3,3′,4′-Trihydroxyflavone and 3′,4′-dihydroxyflavone inhibited A

3,3′,4′-Trihydroxyflavone and 3′,4′-dihydroxyflavone inhibited A beta fibril formation more potently than fisetin or

3′,4′,7-trihydroxyflavone, suggesting that the 7-hydroxy group is not necessary for anti-amyloidogenic activity. 3,3′,4′,5′-Tetrahydroxyflavone and 3′,4′,5′-trihydroxyflavone inhibited A beta fibril formation far more potently than 3,3′,4′-trihydroxyflavone and 3′,4′-dihydroxyflavone, suggesting that 3′,4′,5′-trihydroxyl group of the B ring is crucial for the anti-amyloidogenic activity of flavonoids. Based on the structure-activity relationship, we synthesized 3,3′,4′,5,5′-pentahydroxyflavone, and confirmed that this compound is the most potent inhibitor of A beta fibril formation among fisetin analogues that have been tested.

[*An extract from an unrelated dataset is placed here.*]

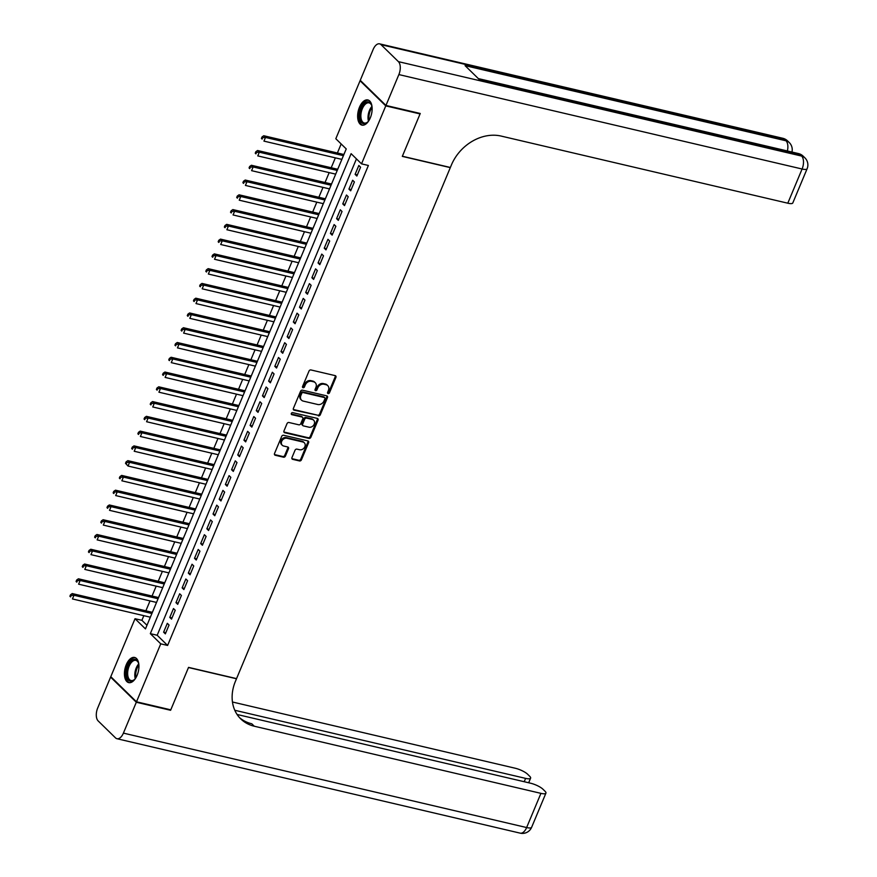 <?xml version="1.0" encoding="UTF-8"?>
<svg xmlns="http://www.w3.org/2000/svg" width="877" height="877" viewBox="0 0 877 877"><rect width="100%" height="100%" fill="white"/><g stroke="black" fill="none" stroke-linecap="round" stroke-linejoin="round"><path stroke-width="1.32" d="M328.119 393.587A1.14 0.921 134.3 0 0 329.478 392.797L335.924 377.395A1.622 1.315 134.3 0 0 335.189 375.63L310.951 369.951A1.622 1.315 134.3 0 0 309 371.092L302.554 386.494A1.14 0.921 134.3 0 0 304.44 386.932L305.273 384.937A5.207 4.221 134.3 0 1 311.521 381.309L313.549 381.78A5.207 4.221 134.3 0 1 315.238 382.701A5.207 4.221 134.3 0 1 315.917 387.426L315.073 389.421A1.14 0.921 134.3 0 0 316.959 389.859L317.792 387.875A5.207 4.221 134.3 0 1 324.041 384.247L326.069 384.718A5.207 4.221 134.3 0 1 327.757 385.628A5.207 4.221 134.3 0 1 328.437 390.364L327.603 392.359A1.14 0.921 134.3 0 0 328.119 393.587M327.516 392.929A1.14 0.921 134.3 0 0 328.787 392.118L335.233 376.715A1.622 1.315 134.3 0 0 335.288 375.663M302.477 387.064A1.14 0.921 134.3 0 0 303.749 386.253L304.582 384.258L305.273 384.937M314.996 389.991A1.14 0.921 134.3 0 0 316.268 389.191L317.101 387.195L317.792 387.875M126.255 664.744A12.925 6.808 103.2 0 1 134.619 657.454A12.925 6.808 103.2 0 1 137.097 675.345A12.925 6.808 103.2 0 1 128.733 682.624A12.925 6.808 103.2 0 1 126.255 664.744M359.471 107.235A12.925 6.808 103.2 0 1 367.836 99.945A12.925 6.808 103.2 0 1 370.313 117.825A12.925 6.808 103.2 0 1 361.938 125.115A12.925 6.808 103.2 0 1 359.471 107.235M291.964 457.586A1.622 1.315 134.3 0 0 292.699 459.351L299.495 460.94A1.622 1.315 134.3 0 0 301.447 459.811L308.605 442.699A1.622 1.315 134.3 0 0 307.871 440.934L283.633 435.255A1.622 1.315 134.3 0 0 281.681 436.395L274.523 453.497A1.622 1.315 134.3 0 0 275.268 455.262L283.479 457.191A1.622 1.315 134.3 0 0 285.431 456.051L288.489 448.739A1.622 1.315 134.3 0 0 287.755 446.974L283.677 446.02A4.352 3.519 134.3 0 1 282.262 445.253A4.352 3.519 134.3 0 1 282.164 440.44A4.352 3.519 134.3 0 1 286.922 438.259L302.883 441.997A4.352 3.519 134.3 0 1 304.297 442.764A4.352 3.519 134.3 0 1 304.396 447.566A4.352 3.519 134.3 0 1 299.638 449.748L296.974 449.134A1.622 1.315 134.3 0 0 295.023 450.263L291.964 457.586M419.414 113.286L420.061 113.922L402.302 156.38L450.307 167.628L236.549 678.623L188.544 667.375L170.785 709.833L136.494 701.808L110.787 676.682L135.036 618.713L145.461 628.897L346.24 148.915L335.814 138.73L360.063 80.761L385.77 105.887L361.532 163.856L351.107 153.672L150.329 633.654L160.743 643.839L136.494 701.808M420.061 113.922L385.77 105.887M356.446 158.89L157.18 635.255L167.606 645.45L368.384 165.468L361.532 163.856M167.606 645.45L160.743 643.839M318.362 415.851A1.622 1.315 134.3 0 0 320.313 414.722L327.472 397.621A1.622 1.315 134.3 0 0 326.726 395.856L302.499 390.177A1.622 1.315 134.3 0 0 300.537 391.306L293.389 408.419A1.622 1.315 134.3 0 0 294.124 410.184L317.66 415.183A1.622 1.315 134.3 0 0 319.612 414.043L326.77 396.941A1.622 1.315 134.3 0 0 326.825 395.878M318.033 420.16L310.886 437.261A1.622 1.315 134.3 0 1 308.934 438.401L284.696 432.723A1.622 1.315 134.3 0 1 283.962 430.958L287.02 423.635A1.622 1.315 134.3 0 1 288.971 422.506L298.794 424.808A1.622 1.315 134.3 0 0 300.756 423.668L302.784 418.811A1.622 1.315 134.3 0 0 302.039 417.046L291.811 414.657A1.14 0.921 134.3 0 1 292.666 412.628L317.299 418.395A1.622 1.315 134.3 0 1 318.033 420.16L317.342 419.48L310.184 436.582L310.886 437.261M149.715 618.592L150.307 617.189M153.464 609.778L152.335 612.321M156.479 602.422L155.942 603.836M159.603 594.968L158.518 597.555M162.662 587.645L162.124 589.07M165.819 580.234L164.701 582.777M168.252 574.292L168.833 572.878M171.991 565.468L170.872 568.011M175.016 558.112L174.479 559.537M178.174 550.701L177.055 553.244M180.607 544.749L181.188 543.345M184.345 535.935L183.227 538.478M187.371 528.579L186.834 529.993M190.528 521.157L189.41 523.712L109.307 504.955L111.05 506.643L109.504 510.337L187.426 528.59M192.962 515.216L193.543 513.801M196.711 506.391L195.582 508.934M199.726 499.035L199.189 500.46M202.883 491.624L201.765 494.168M205.317 485.683L205.909 484.268L128.042 466.038L125.499 463.319L126.2 463.999L126.814 462.519L126.124 461.839L125.499 463.319M209.066 476.858L207.937 479.401M212.081 469.502L211.543 470.916M215.238 462.091L214.12 464.635M218.263 454.735L217.726 456.15M221.421 447.314L220.291 449.868M223.843 441.372L224.435 439.958M227.56 432.514L226.474 435.091M230.618 425.192L230.081 426.617M233.775 417.781L232.646 420.324M236.209 411.839L236.79 410.425M239.947 403.014L238.829 405.558M242.973 395.659L242.436 397.084M246.13 388.248L245.012 390.791M249.145 380.892L248.608 382.306M252.302 373.481L251.184 376.025M255.328 366.126L254.79 367.54M258.485 358.704L257.367 361.247M260.918 352.762L261.499 351.348M264.668 343.937L263.538 346.481M267.09 337.996L267.682 336.582M270.84 329.171L269.721 331.714M273.865 321.815L273.328 323.24M277.022 314.404L275.893 316.948M279.445 308.452L280.037 307.049M283.194 299.638L282.076 302.181M286.22 292.282L285.683 293.696M289.377 284.861L288.248 287.404M292.392 277.505L291.855 278.93M295.549 270.094L294.431 272.637M298.575 262.738L298.037 264.163M301.732 255.328L300.603 257.871M304.166 249.375L304.747 247.972M307.904 240.561L306.786 243.104M310.929 233.205L310.392 234.619M314.087 225.795L312.968 228.338M317.101 218.439L316.553 219.886M320.258 211.017L319.14 213.56M322.692 205.075L323.284 203.661M326.441 196.251L325.323 198.794M329.456 188.895L328.919 190.32M332.624 181.484L331.495 184.027M335.639 174.128L335.102 175.553M338.796 166.718L337.678 169.261L257.575 150.504L259.318 152.203L257.772 155.898L335.694 174.139M356.862 176.047L360.568 167.189L358.836 165.49L355.119 174.348L356.862 176.047M350.679 190.813L354.385 181.956L352.653 180.256L348.947 189.114L350.679 190.813M344.508 205.591L348.213 196.722L346.47 195.023L342.764 203.892L344.508 205.591M338.325 220.357L342.03 211.489L340.298 209.8L336.593 218.658L338.325 220.357M332.153 235.124L335.858 226.266L334.115 224.567L330.41 233.425L332.153 235.124M325.97 249.89L329.675 241.032L327.943 239.333L324.238 248.191L325.97 249.89M319.798 264.657L323.503 255.799L321.76 254.1L318.055 262.957L319.798 264.657M313.615 279.423L317.321 270.565L315.588 268.866L311.883 277.735L313.615 279.423M307.443 294.201L311.149 285.332L309.406 283.644L305.7 292.501L307.443 294.201M301.26 308.967L304.966 300.109L303.234 298.41L299.528 307.268L301.26 308.967M295.078 323.734L298.794 314.876L297.051 313.177L293.346 322.034L295.078 323.734M288.906 338.5L292.611 329.642L290.879 327.943L287.163 336.801L288.906 338.5M282.723 353.267L286.428 344.409L284.696 342.71L280.991 351.578L282.723 353.267M276.551 368.044L280.256 359.175L278.513 357.476L274.808 366.345L276.551 368.044M270.368 382.81L274.073 373.953L272.341 372.254L268.636 381.111L270.368 382.81M264.196 397.577L267.902 388.719L266.159 387.02L262.453 395.878L264.196 397.577M258.013 412.343L261.719 403.486L259.987 401.787L256.281 410.644L258.013 412.343M251.842 427.11L255.547 418.252L253.804 416.553L250.098 425.422L251.842 427.11M245.659 441.887L249.364 433.019L247.632 431.32L243.927 440.188L245.659 441.887M239.487 456.654L243.192 447.796L241.449 446.097L237.744 454.955L239.487 456.654M233.304 471.42L237.009 462.563L235.277 460.863L231.572 469.721L233.304 471.42M227.121 486.187L230.837 477.329L229.094 475.63L225.389 484.488L227.121 486.187M220.949 500.953L224.655 492.096L222.922 490.396L219.206 499.265L220.949 500.953M214.766 515.731L218.472 506.862L216.74 505.163L213.034 514.032L214.766 515.731M208.594 530.497L212.3 521.629L210.557 519.94L206.851 528.798L208.594 530.497M202.412 545.264L206.117 536.406L204.385 534.707L200.68 543.565L202.412 545.264M196.24 560.03L199.945 551.173L198.202 549.473L194.497 558.331L196.24 560.03M190.057 574.797L193.762 565.939L192.03 564.24L188.325 573.109L190.057 574.797M183.885 589.574L187.59 580.706L185.847 579.006L182.142 587.875L183.885 589.574M177.702 604.341L181.407 595.472L179.675 593.784L175.97 602.642L177.702 604.341M171.53 619.107L175.236 610.249L173.493 608.55L169.787 617.408L171.53 619.107M167.321 623.317L163.615 632.174L165.347 633.874L169.053 625.016L167.321 623.317M341.164 143.96L337.393 152.982M335.354 157.849L331.21 167.748M329.171 172.616L325.038 182.515M322.999 187.382L318.855 197.281M316.816 202.148L312.672 212.048M310.644 216.915L306.501 226.825M304.462 231.692L300.318 241.592M298.29 246.459L294.146 256.358M292.107 261.225L287.963 271.125M285.935 275.992L281.791 285.891M279.752 290.758L275.608 300.668M273.569 305.536L269.436 315.435M267.397 320.302L263.253 330.201M261.214 335.069L257.082 344.968M255.043 349.835L250.899 359.734M248.86 364.602L244.716 374.512M242.688 379.379L238.544 389.278M236.505 394.146L232.361 404.045M230.333 408.912L226.189 418.811M224.15 423.679L220.006 433.578M217.978 438.445L213.835 448.355M211.795 453.223L207.652 463.122M205.613 467.989L201.48 477.888M199.441 482.756L195.297 492.655M193.258 497.522L189.125 507.421M187.086 512.289L182.942 522.199M180.903 527.066L176.77 536.965M174.731 541.833L170.587 551.732M168.548 556.599L164.405 566.498M162.377 571.365L158.233 581.265M156.194 586.132L152.05 596.031M150.022 600.909L145.878 610.809M143.839 615.676L141.899 620.313L146.974 625.279M344.979 151.951L343.85 154.495M341.822 159.362L341.263 160.809M360.907 80.958L360.063 80.761M141.899 620.313L135.036 618.713M157.18 635.255L150.329 633.654M355.119 174.348L357.356 174.874M348.947 189.114L351.173 189.64M342.764 203.892L345.001 204.407M336.593 218.658L338.818 219.173M330.41 233.425L332.646 233.951M324.238 248.191L326.463 248.717M318.055 262.957L320.28 263.484M311.883 277.735L314.109 278.25M305.7 292.501L307.926 293.017M299.528 307.268L301.754 307.794M293.346 322.034L295.571 322.561M287.163 336.801L289.399 337.327M280.991 351.578L283.216 352.094M274.808 366.345L277.044 366.86M268.636 381.111L270.861 381.638M262.453 395.878L264.69 396.404M256.281 410.644L258.507 411.17M250.098 425.422L252.324 425.937M243.927 440.188L246.152 440.703M237.744 454.955L239.969 455.481M231.572 469.721L233.797 470.247M225.389 484.488L227.614 485.014M219.206 499.265L221.442 499.78M213.034 514.032L215.26 514.547M206.851 528.798L209.088 529.324M200.68 543.565L202.905 544.091M194.497 558.331L196.733 558.857M188.325 573.109L190.55 573.624M182.142 587.875L184.378 588.39M175.97 602.642L178.195 603.168M169.787 617.408L172.013 617.934M163.615 632.174L165.841 632.701M327.757 385.628L327.066 384.948A5.207 4.221 134.3 0 0 325.367 384.038L326.069 384.718M317.101 387.195A5.207 4.221 134.3 0 1 323.35 383.567L325.367 384.038M315.238 382.701L314.547 382.021A5.207 4.221 134.3 0 0 312.848 381.1L313.549 381.78M304.582 384.258A5.207 4.221 134.3 0 1 310.831 380.629L312.848 381.1M293.324 409.471A1.622 1.315 134.3 0 0 293.433 409.504L317.66 415.183M324.918 398.772A1.14 0.921 134.3 0 0 324.402 397.533L303.124 392.556A1.14 0.921 134.3 0 0 301.765 393.345L300.877 395.45A5.207 4.221 134.3 0 0 301.545 400.175A5.207 4.221 134.3 0 0 303.245 401.096L317.792 404.505A5.207 4.221 134.3 0 0 324.041 400.877L324.918 398.772M324.282 397.424A1.14 0.921 134.3 0 0 323.701 396.853L324.402 397.533M301.545 400.175L300.855 399.495A5.207 4.221 134.3 0 1 300.186 394.771L301.063 392.666A1.14 0.921 134.3 0 1 302.433 391.876L323.701 396.853M283.896 432.01A1.622 1.315 134.3 0 0 284.005 432.043L308.233 437.722A1.622 1.315 134.3 0 0 310.184 436.582M302.576 417.331L301.874 416.652A1.622 1.315 134.3 0 0 301.348 416.367L291.219 413.999M309 427.198A4.352 3.519 134.3 0 0 313.758 425.016A4.352 3.519 134.3 0 0 313.659 420.204A4.352 3.519 134.3 0 0 312.245 419.436L306.621 418.121A1.622 1.315 134.3 0 0 304.67 419.261L302.642 424.117A1.622 1.315 134.3 0 0 303.376 425.882L309 427.198M313.659 420.204L312.968 419.524A4.352 3.519 134.3 0 0 311.543 418.757L312.245 419.436M302.85 425.586L302.148 424.906A1.622 1.315 134.3 0 1 301.94 423.438L303.968 418.581A1.622 1.315 134.3 0 1 305.93 417.441L311.543 418.757M317.342 419.48A1.622 1.315 134.3 0 0 317.397 418.428M304.297 442.764L303.606 442.085A4.352 3.519 134.3 0 0 302.181 441.317L302.883 441.997M282.262 445.253L281.572 444.573A4.352 3.519 134.3 0 1 281.462 439.761A4.352 3.519 134.3 0 1 286.231 437.579L302.181 441.317M274.468 454.56A1.622 1.315 134.3 0 0 274.578 454.582L282.789 456.511A1.622 1.315 134.3 0 0 284.74 455.371L287.799 448.059A1.622 1.315 134.3 0 0 287.853 446.996M291.898 458.638A1.622 1.315 134.3 0 0 292.008 458.671L298.805 460.261A1.622 1.315 134.3 0 0 300.756 459.131L307.915 442.019A1.622 1.315 134.3 0 0 307.97 440.967M343.905 154.505L263.758 135.738L265.49 137.437L263.944 141.12L341.866 159.373M343.411 155.678L265.49 137.437L262.727 137.612L262.037 136.933L261.412 138.413L262.113 139.092L262.727 137.612M262.113 139.092L261.412 138.413M262.037 136.933L263.758 135.738M368.866 120.642A11.182 5.887 103.2 0 1 367.54 122.166A11.182 5.887 103.2 0 1 359.844 113.802A11.182 5.887 103.2 0 1 365.106 102.839A11.182 5.887 103.2 0 1 371.541 105.065A11.182 5.887 103.2 0 1 372.056 107.027M371.673 105.448A10.36 5.448 -76.8 0 0 369.031 102.861A10.36 5.448 -76.8 0 0 360.984 113.889A10.36 5.448 -76.8 0 0 364.317 123.032A10.36 5.448 -76.8 0 0 367.825 121.881M368.625 100.23A12.837 6.764 -76.8 0 0 358.934 113.944A12.837 6.764 -76.8 0 0 362.771 125.203M135.65 678.151A11.182 5.887 103.2 0 1 134.324 679.686A11.182 5.887 103.2 0 1 126.628 671.311A11.182 5.887 103.2 0 1 131.89 660.359A11.182 5.887 103.2 0 1 138.325 662.584A11.182 5.887 103.2 0 1 138.84 664.536M138.456 662.968A10.36 5.448 -76.8 0 0 135.825 660.381A10.36 5.448 -76.8 0 0 127.768 671.398A10.36 5.448 -76.8 0 0 131.101 680.541A10.36 5.448 -76.8 0 0 134.609 679.401M135.409 657.739A12.837 6.764 -76.8 0 0 125.718 671.464A12.837 6.764 -76.8 0 0 129.555 682.723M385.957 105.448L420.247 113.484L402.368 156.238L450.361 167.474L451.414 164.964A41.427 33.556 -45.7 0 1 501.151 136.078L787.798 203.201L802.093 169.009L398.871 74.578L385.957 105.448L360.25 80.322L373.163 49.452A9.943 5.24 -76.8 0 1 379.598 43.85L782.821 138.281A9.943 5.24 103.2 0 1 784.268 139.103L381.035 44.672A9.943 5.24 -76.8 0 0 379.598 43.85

Cytotoxicity Quizartinib chemical structure assay using rat hippocampal neuron cultures demonstrated that A beta preincubated with 3,3′,4′,5,5′-pentahydroxyflavone GSK2118436 in vitro was significantly less toxic than A beta preincubated with vehicle. 3,3′,4′,5,5′-Pentahydroxyflavone could be a new therapeutic drug candidate for the treatment of Alzheimer’s disease. (c) 2012 Elsevier Ireland Ltd. All rights reserved.”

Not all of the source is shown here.